=== EXERCISE GOAL ===
Begin at the top of the records below and print each line exactly until the line containing "return bore.union(bolts)" has been printed; any pictures are to be left out.

=== DATASET ===
▬▬▬▬▬▬▬▬▬▬

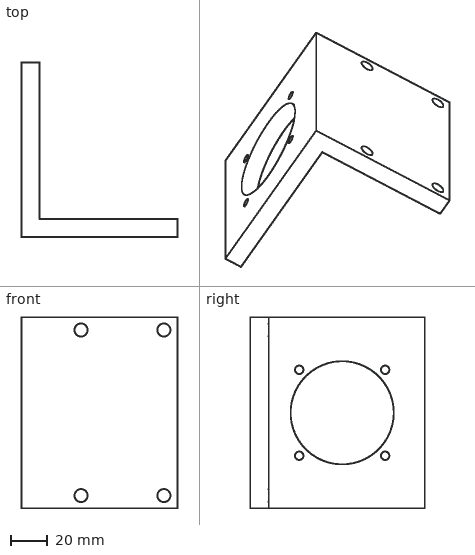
import cadquery as cq

width = 85.0
depth = 95.0
height = 104.0
thickness = 10.0

mount_hole_diameter = 7.0
mount_spacing_x = 45.0
mount_spacing_z = 90.0
mount_edge_distance = 7.5
mount_center_x = width - mount_edge_distance - mount_spacing_x / 2

bore_diameter = 56.0
bore_center_y = 50.0
bolt_hole_diameter = 4.5
bolt_circle_diameter = 66.0
bolt_count = 4
first_bolt_angle = 45

mid_height = height / 2


def make_bracket():
    """Two plates meeting at a corner on the Z axis."""
    mounting_plate = cq.Workplane("XY").box(width, thickness, height, centered=False)
    flange_plate = cq.Workplane("XY").box(thickness, depth, height, centered=False)
    return mounting_plate.union(flange_plate)


def make_mount_holes():
    """Rectangular pattern of cylinders through the mounting plate."""
    return (
        cq.Workplane("XZ", origin=(mount_center_x, 0, mid_height))
        .rarray(mount_spacing_x, mount_spacing_z, 2, 2)
        .circle(mount_hole_diameter / 2)
        .extrude(-thickness)
    )


def make_flange_openings():
    """Large bore and surrounding bolt holes through the flange plate."""
    plane = cq.Workplane("YZ", origin=(0, bore_center_y, mid_height))
    bore = plane.circle(bore_diameter / 2).extrude(thickness)
    bolts = (
        plane.polarArray(bolt_circle_diameter / 2, first_bolt_angle, 360, bolt_count)
        .circle(bolt_hole_diameter / 2)
        .extrude(thickness)
    )
    return bore.union(bolts)


result = make_bracket().cut(make_mount_holes()).cut(make_flange_openings())

▬▬▬▬▬▬▬▬▬▬

=== WRITTEN REPLY ===
import cadquery as cq

width = 85.0
depth = 95.0
height = 104.0
thickness = 10.0

mount_hole_diameter = 7.0
mount_spacing_x = 45.0
mount_spacing_z = 90.0
mount_edge_distance = 7.5
mount_center_x = width - mount_edge_distance - mount_spacing_x / 2

bore_diameter = 56.0
bore_center_y = 50.0
bolt_hole_diameter = 4.5
bolt_circle_diameter = 66.0
bolt_count = 4
first_bolt_angle = 45

mid_height = height / 2


def make_bracket():
    """Two plates meeting at a corner on the Z axis."""
    mounting_plate = cq.Workplane("XY").box(width, thickness, height, centered=False)
    flange_plate = cq.Workplane("XY").box(thickness, depth, height, centered=False)
    return mounting_plate.union(flange_plate)


def make_mount_holes():
    """Rectangular pattern of cylinders through the mounting plate."""
    return (
        cq.Workplane("XZ", origin=(mount_center_x, 0, mid_height))
        .rarray(mount_spacing_x, mount_spacing_z, 2, 2)
        .circle(mount_hole_diameter / 2)
        .extrude(-thickness)
    )


def make_flange_openings():
    """Large bore and surrounding bolt holes through the flange plate."""
    plane = cq.Workplane("YZ", origin=(0, bore_center_y, mid_height))
    bore = plane.circle(bore_diameter / 2).extrude(thickness)
    bolts = (
        plane.polarArray(bolt_circle_diameter / 2, first_bolt_angle, 360, bolt_count)
        .circle(bolt_hole_diameter / 2)
        .extrude(thickness)
    )
    return bore.union(bolts)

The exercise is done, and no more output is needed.